* [Source material]:

★ ★ ★

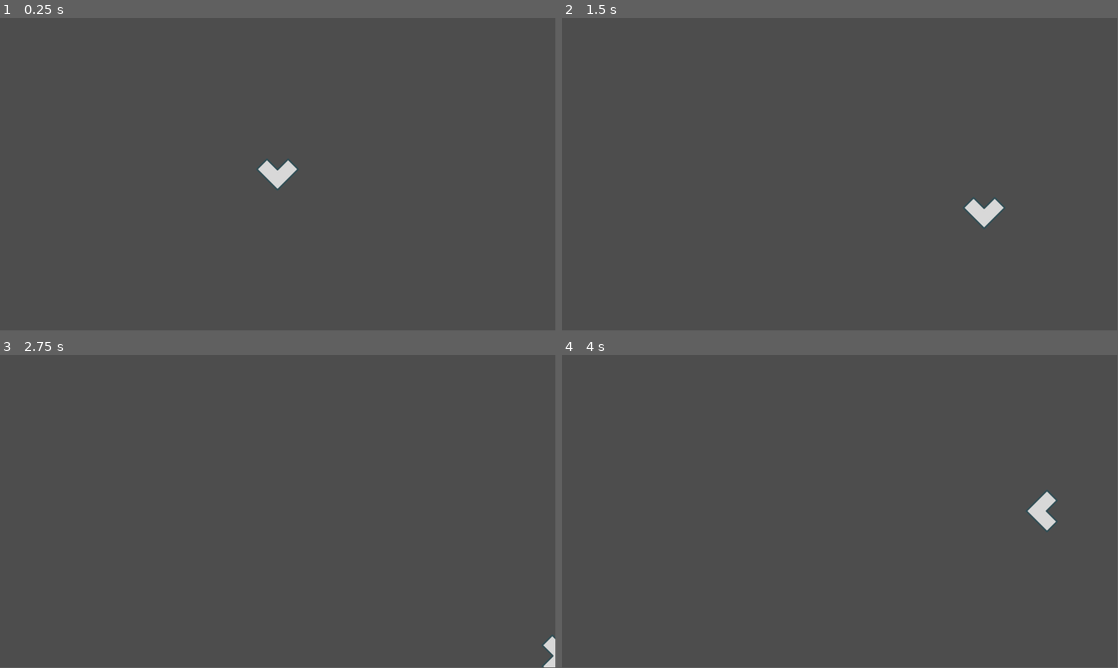
Above: before the commit, frames 1-4 (two rows, left to right).
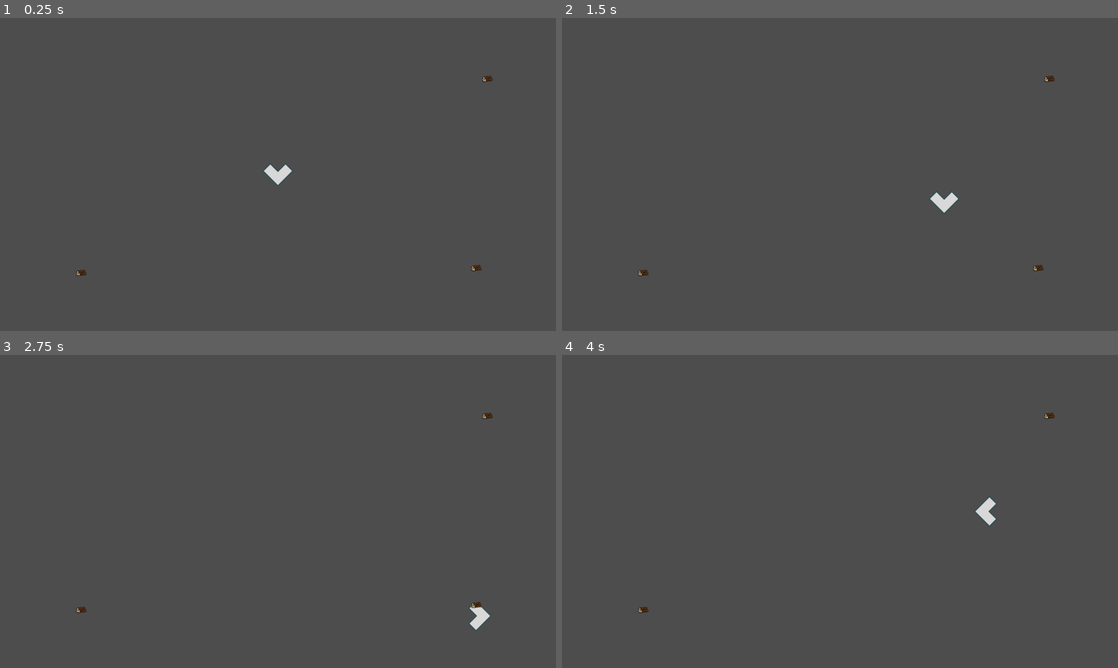
Above: after the commit, the same moments.

Repository: Oleksii-Kshenskyi/godot-prototype-1
Game: Godot game, scene res://player.tscn
The game is run twice, just before and just after one commit, with the same random seed, the same clock (stepped at 60 frames per second) and the same inputs. Before the commit the project starts from res://node_2d.tscn.
Inputs:
- Up to frame 1 (0.25 s): no input
- Up to frame 2 (1.5 s): tap Enter at 0.5 s; hold Right (ui_right) 0.53-1.28 s; tap E (interact, bound only after the commit) at 0.6, 1.35 s; hold Down (ui_down) from 1.28 s (still down)
- Up to frame 3 (2.75 s): release Down (ui_down) at 2.03 s; hold Right (ui_right) from 2.03 s (still down); tap E (interact, bound only after the commit) at 2.1 s
- Up to frame 4 (4 s): release Right (ui_right) at 2.78 s; hold Up (ui_up) 2.78-3.53 s; tap E (interact, bound only after the commit) at 2.85, 3.6 s; hold Left (ui_left) from 3.53 s (still down)
In our replay, the window is 799x449 before the commit and 800x450 after it. These sizes can differ from the game's own. Grey fills any space a smaller window leaves; there, only what the larger window draws over its background counts as a difference.

The runs differ from the first frame. In frame 1, 0.3% of the frame differs, in the area x 13-89%, y 18-83%; in frame 2, 0.7%; in frame 3, 0.4%; in frame 4, 0.6%.

Commit message:
WIP: player collects wood, but collision on wood items does not work.

Diff:
--- /dev/null
+++ b/inventory.gd
@@ -0,0 +1,18 @@
+extends Node
+
+signal changed
+var items := {} # {"id": <count>}
+
+func add_item(id: String, amount: int = 1):
+    items[id] = items.get(id, 0) + amount
+    emit_signal("changed")
+
+func remove_item(id: String, amount: int = 1) -> bool:
+    if items.get(id, 0) >= amount:
+        items[id] -= amount
+        emit_signal("changed")
+        return true
+    return false
+
+func has_item(id: String, amount: int = 1) -> bool:
+    return items.get(id, 0) >= amount
--- /dev/null
+++ b/main_scene.tscn
@@ -0,0 +1,18 @@
+[gd_scene load_steps=3 format=3 uid="uid://fsdr6myail8d"]
+
+[ext_resource type="PackedScene" uid="uid://7ed8cs30kroc" path="res://player.tscn" id="1_2c62f"]
+[ext_resource type="PackedScene" uid="uid://b6iw1147u0537" path="res://wood.tscn" id="2_gyfs4"]
+
+[node name="MainScene" type="Node2D"]
+
+[node name="PlayerScene" parent="." instance=ExtResource("1_2c62f")]
+position = Vector2(353, 153)
+
+[node name="WoodScene" parent="." instance=ExtResource("2_gyfs4")]
+position = Vector2(64, 59)
+
+[node name="WoodScene2" parent="." instance=ExtResource("2_gyfs4")]
+position = Vector2(906, 132)
+
+[node name="WoodScene3" parent="." instance=ExtResource("2_gyfs4")]
+position = Vector2(621, 421)
--- a/node_2d.tscn
+++ /dev/null
@@ -1,10 +0,0 @@
-[gd_scene load_steps=3 format=3 uid="uid://7ed8cs30kroc"]
-
-[ext_resource type="Texture2D" uid="uid://b1ilq2tifguj4" path="res://player.png" id="1_0e48y"]
-[ext_resource type="Script" uid="uid://bg7h07yjr2d4i" path="res://player.gd" id="2_epypp"]
-
-[node name="Node2D" type="Node2D"]
-
-[node name="Player" type="Sprite2D" parent="."]
-texture = ExtResource("1_0e48y")
-script = ExtResource("2_epypp")
--- a/player.gd
+++ b/player.gd
@@ -1,14 +1,20 @@
 extends Sprite2D
 @export var speed = 400.0
+@onready var interact_area = $InteractArea
 
 func _ready() -> void:
-	var screen_size = get_viewport_rect().size
-	position = screen_size * 0.5
+    var screen_size = get_viewport_rect().size
+    position = screen_size * 0.5
 
 func _physics_process(delta):
-	var dir = Vector2.ZERO
-	dir.x = Input.get_axis("ui_left", "ui_right")
-	dir.y = Input.get_axis("ui_up", "ui_down")
-	if dir != Vector2.ZERO:
-		position += dir.normalized() * speed * delta
-		rotation = dir.angle() - PI / 2
+    var dir = Vector2.ZERO
+    dir.x = Input.get_axis("ui_left", "ui_right")
+    dir.y = Input.get_axis("ui_up", "ui_down")
+    if dir != Vector2.ZERO:
+        position += dir.normalized() * speed * delta
+        rotation = dir.angle() - PI / 2
+
+    if Input.is_action_just_pressed("interact"):
+        for area in interact_area.get_overlapping_areas():
+            if area.has_method("collect"):
+                area.collect()
--- /dev/null
+++ b/player.tscn
@@ -0,0 +1,30 @@
+[gd_scene load_steps=5 format=3 uid="uid://7ed8cs30kroc"]
+
+[ext_resource type="Texture2D" uid="uid://b1ilq2tifguj4" path="res://player.png" id="1_onrkg"]
+[ext_resource type="Script" uid="uid://bg7h07yjr2d4i" path="res://player.gd" id="2_i3pqv"]
+[ext_resource type="PackedScene" uid="uid://b6iw1147u0537" path="res://wood.tscn" id="3_i3pqv"]
+
+[sub_resource type="CircleShape2D" id="CircleShape2D_onrkg"]
+radius = 20.0
+
+[node name="PlayerScene" type="Node2D"]
+
+[node name="Player" type="Sprite2D" parent="."]
+texture = ExtResource("1_onrkg")
+script = ExtResource("2_i3pqv")
+
+[node name="InteractArea" type="Area2D" parent="Player"]
+collision_layer = 2
+collision_mask = 4
+
+[node name="CollisionShape2D" type="CollisionShape2D" parent="Player/InteractArea"]
+shape = SubResource("CircleShape2D_onrkg")
+
+[node name="WoodScene" parent="." instance=ExtResource("3_i3pqv")]
+position = Vector2(1371, 719)
+
+[node name="WoodScene2" parent="." instance=ExtResource("3_i3pqv")]
+position = Vector2(1403, 175)
+
+[node name="WoodScene3" parent="." instance=ExtResource("3_i3pqv")]
+position = Vector2(234, 733)
--- a/project.godot
+++ b/project.godot
@@ -14,3 +14,20 @@
 run/main_scene="uid://7ed8cs30kroc"
 config/features=PackedStringArray("4.4", "Forward Plus")
 config/icon="res://icon.svg"
+
+[autoload]
+
+G_inventory="*res://inventory.gd"
+
+[display]
+
+window/size/viewport_width=1600
+window/size/viewport_height=900
+
+[input]
+
+interact={
+"deadzone": 0.2,
+"events": [Object(InputEventKey,"resource_local_to_scene":false,"resource_name":"","device":0,"window_id":0,"alt_pressed":false,"shift_pressed":false,"ctrl_pressed":false,"meta_pressed":false,"pressed":false,"keycode":0,"physical_keycode":69,"key_label":0,"unicode":0,"location":0,"echo":false,"script":null)
+]
+}
--- /dev/null
+++ b/wood.gd
@@ -0,0 +1,6 @@
+extends Area2D
+const ITEM_ID = "wood"
+
+func collect() -> void:
+    G_inventory.add_item(ITEM_ID, 1)
+    queue_free()
--- /dev/null
+++ b/wood.tscn
@@ -0,0 +1,22 @@
+[gd_scene load_steps=6 format=3 uid="uid://b6iw1147u0537"]
+
+[ext_resource type="Script" uid="uid://dr4f0d0o2gn4l" path="res://wood.gd" id="1_gcmtl"]
+[ext_resource type="Texture2D" uid="uid://cbe8qua4naaau" path="res://wood.png" id="2_eyjtj"]
+[ext_resource type="Script" uid="uid://bjvgiiq2ukjw0" path="res://wood_sprite.gd" id="2_l0k7y"]
+[ext_resource type="Script" uid="uid://dm3xeqt55ass2" path="res://wood_collision.gd" id="3_l0k7y"]
+
+[sub_resource type="CircleShape2D" id="CircleShape2D_gcmtl"]
+radius = 98.03
+
+[node name="WoodScene" type="Area2D"]
+collision_layer = 4
+collision_mask = 0
+script = ExtResource("1_gcmtl")
+
+[node name="Sprite2D" type="Sprite2D" parent="."]
+texture = ExtResource("2_eyjtj")
+script = ExtResource("2_l0k7y")
+
+[node name="CollisionShape2D" type="CollisionShape2D" parent="."]
+shape = SubResource("CircleShape2D_gcmtl")
+script = ExtResource("3_l0k7y")
--- /dev/null
+++ b/wood_collision.gd
@@ -0,0 +1,4 @@
+extends CollisionShape2D
+
+func _ready() -> void:
+    self.shape.radius = 12
--- /dev/null
+++ b/wood_sprite.gd
@@ -0,0 +1,7 @@
+extends Sprite2D
+
+@export var target_size = Vector2(32, 32)
+
+func _ready() -> void:
+    var texture_size = texture.get_size()
+    scale = target_size / texture_size
Binary file added: wood.png

★ ★ ★

* [Work to complete]:
Every line of the listing that includes the word "func" forms the answer.

* [Answer]:
+func add_item(id: String, amount: int = 1):
+func remove_item(id: String, amount: int = 1) -> bool:
+func has_item(id: String, amount: int = 1) -> bool:
 func _ready() -> void:
 func _physics_process(delta):
+func collect() -> void:
+func _ready() -> void:
+func _ready() -> void:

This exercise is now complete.